Nota: o novo álbum do GONG foi lançado no dia 16/09 e se chama “Rejoice! I'm Dead”

 

E falando do lançamento... O Violeta de Outono trás em “Spaces” sete belas faixas, abrindo com a longa e complexa “Imagens”, onde os quatro músicos esbanjam a já conhecida qualidade, da cozinha bem entrosada do baixo de Gabriel e da bateria do Zé Luiz, aos climas criados pelo tecladista Fernando, completados pela sempre primorosa guitarra de Fábio, sem esquecer a suave e bem postada voz.

O disco segue bem, em faixas que mostram um Violeta de Outono belo e viajante, mostrando um som que aqueles velhos amigos lá do começo da resenha não ouvirão nas rádios, mas que, com certeza, quem aprecia BOA MÚSICA, saberá onde encontrar. No meio de tanta coisa medíocre do universo musical brasileiro que rádios e TV’s empurram goela abaixo do pobre público, Violeta de Outono é coisa para poucos, e bons!

Não sou capaz de apontar um ponto alto no disco, tudo é linear, mantém um padrão, da bonita balada “Kevinland”, passando pelo clima espacial da instrumental “Parallax T-Blues”, até chegar ao encerramento na longa “Cidade Extinta”, esse trabalho se mostra um ótimo encerramento de trilogia. Agora, fica a pergunta, se esse foi o fim de um ciclo, o que virá pela frente? Qual será o próximo passo do Violeta de Outono? Aguardo, bem ansioso.

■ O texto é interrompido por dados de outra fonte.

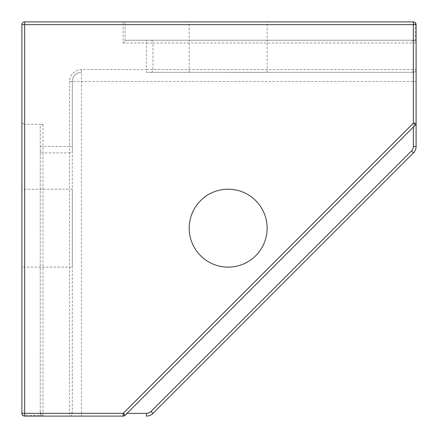 <?xml version="1.0" encoding="UTF-8"?>
<svg xmlns="http://www.w3.org/2000/svg" width="438" height="438" viewBox="0 0 438 438"><rect width="100%" height="100%" fill="white"/><g stroke="black" fill="none" stroke-linecap="round" stroke-linejoin="round"><path stroke-width="0.33" stroke-dasharray="2.19 1.64" d="M21.9 413.352A2.748 1.944 180 0 0 24.648 415.295L24.648 416.1M21.9 267.131L21.9 189.205L21.9 267.131L72.319 267.131L72.319 189.205L72.319 267.131M21.9 123.177L24.648 124.315L24.648 415.295L41.041 415.295L42.984 416.1A2.748 2.748 0 0 1 40.236 413.352L40.236 127.064C40.4 125.399 41.32 124.48 42.984 124.315L24.648 124.315L24.648 24.648L21.9 24.648A2.748 2.748 0 0 1 24.648 21.9L413.352 21.9A2.748 1.944 90 0 1 415.295 24.648L123.177 24.648L123.177 21.9A2.748 1.944 -90 0 1 125.12 24.648L125.12 41.041L123.177 42.984L123.177 24.648L24.648 24.648L24.648 21.9M125.12 41.041L127.064 40.236L413.352 40.236A2.748 2.748 0 0 1 416.1 42.984L415.295 41.041L415.295 24.648L416.1 24.648M127.064 40.236L413.352 40.236L415.295 41.041M415.295 125.12L416.1 123.177M41.041 415.295L40.236 413.352L40.236 127.064M416.1 146.445A9.165 9.165 0 0 1 413.417 152.928L411.468 150.984A6.417 6.417 0 0 0 413.352 146.445L416.1 146.445M228.165 21.9L267.131 21.9L228.165 21.9M72.319 150.984L72.319 413.352A2.748 2.748 0 0 1 69.571 416.1L69.571 152.928A2.748 1.944 180 0 0 72.319 150.984L72.319 81.49A9.165 9.165 0 0 1 81.49 72.319A9.165 9.165 0 0 0 72.319 81.49L72.319 413.352A2.748 2.748 0 0 1 69.571 416.1M146.445 72.319L413.352 72.319L146.445 72.319L146.445 69.571L413.417 69.571L413.417 42.984L152.928 42.984A2.748 1.944 90 0 0 150.984 40.236M152.928 413.417A9.165 9.165 0 0 1 146.445 416.1A9.165 9.165 0 0 0 152.928 413.417L150.984 411.468L411.468 150.984M416.1 69.571A2.748 2.748 0 0 1 413.352 72.319A2.748 2.748 0 0 0 416.1 69.571L413.417 69.571A2.748 1.944 -90 0 1 411.468 72.319M189.205 228.165A38.96 38.96 0 0 0 247.651 261.908A38.96 38.96 0 0 0 247.651 194.428A38.96 38.96 0 0 0 189.205 228.165M228.165 72.319L267.131 72.319L228.165 72.319M411.468 40.236A2.748 1.944 -90 0 1 413.417 42.984L416.1 42.984M150.984 72.319A2.748 1.944 -90 0 0 152.928 69.571L152.928 42.984L146.445 42.984L146.445 40.236M40.236 146.445L69.571 146.445L69.571 81.49A11.919 11.919 0 0 1 81.49 69.571L146.445 69.571L146.445 42.984L123.177 42.984M40.236 411.468A2.748 1.944 180 0 0 42.984 413.417L42.984 416.1M40.236 150.984A2.748 1.944 180 0 0 42.984 152.928L42.984 413.417L69.571 413.417A2.748 1.944 -0 0 0 72.319 411.468M42.984 124.315L42.984 152.928L69.571 152.928L69.571 146.445L72.319 146.445M69.571 81.49L81.49 81.49L81.49 416.1M81.49 69.571L81.49 81.49L416.1 81.49M72.319 413.352L146.445 413.352L146.445 416.1M146.445 413.352A6.417 6.417 0 0 0 150.984 411.468M413.352 146.445L413.352 72.319M267.131 72.319L267.131 21.9M189.205 72.319L189.205 21.9M72.319 189.205L21.9 189.205"/><path stroke-width="0.66" d="M123.177 416.1L24.648 416.1A2.748 2.748 0 0 1 21.9 413.352A2.748 2.748 0 0 0 24.648 416.1L123.177 416.1A2.748 2.748 0 0 0 125.12 415.295L123.177 413.352L123.177 416.1L125.12 415.295L415.295 125.12A2.748 2.748 0 0 0 416.1 123.177L416.1 24.648A2.748 2.748 0 0 0 413.352 21.9A2.748 2.748 0 0 1 416.1 24.648L416.1 146.445L416.1 123.177L413.352 123.177L415.295 125.12L125.12 415.295M24.648 416.1L24.648 413.352L21.9 413.352L21.9 24.648L21.9 413.352M24.648 21.9A2.748 2.748 0 0 0 21.9 24.648L24.648 24.648L24.648 21.9L413.352 21.9L413.352 24.648L416.1 24.648M413.417 152.928A9.165 9.165 0 0 0 416.1 146.445L413.352 146.445A6.417 6.417 0 0 1 411.468 150.984L413.417 152.928L152.928 413.417L413.417 152.928M146.445 413.352L146.445 416.1A9.165 9.165 0 0 0 152.928 413.417L150.984 411.468A6.417 6.417 0 0 1 146.445 413.352L127.064 413.352M189.205 228.165A38.96 38.96 0 0 1 247.651 194.428A38.96 38.96 0 0 1 247.651 261.908A38.96 38.96 0 0 1 189.205 228.165M24.648 24.648L413.352 24.648L413.352 123.177L123.177 413.352L24.648 413.352L24.648 24.648M413.352 127.064L413.352 146.445M411.468 150.984L150.984 411.468"/></g></svg>

Finalizando, agradeço a atenção que o Fábio sempre nos dispensou ao longo de vários anos e ele ainda mandou um recado e nos falou especificamente sobre “Spaces”:

“Eu que agradeço, você sempre foi um apoiador do nosso trabalho com o Violeta, sinceramente, pra gente, o “Spaces” é o disco que a gente conseguiu chegar num disco, não vou dizer o disco perfeito, mas um disco em que a gente realmente tá satisfeito, em todos os aspectos, tanto a parte sonora, o som que conseguimos no estúdio, a produção que a gente conseguiu, o tipo de som que a gente realmente queria... e o disco tem uma sequência amarradinha, é como se fosse um trabalho de rock progressivo clássico, então, legal que você curtiu e a gente tá apostando bastante nesse disco! E pode contar com a gente, precisando de qualquer coisa, estamos sempre à disposição!”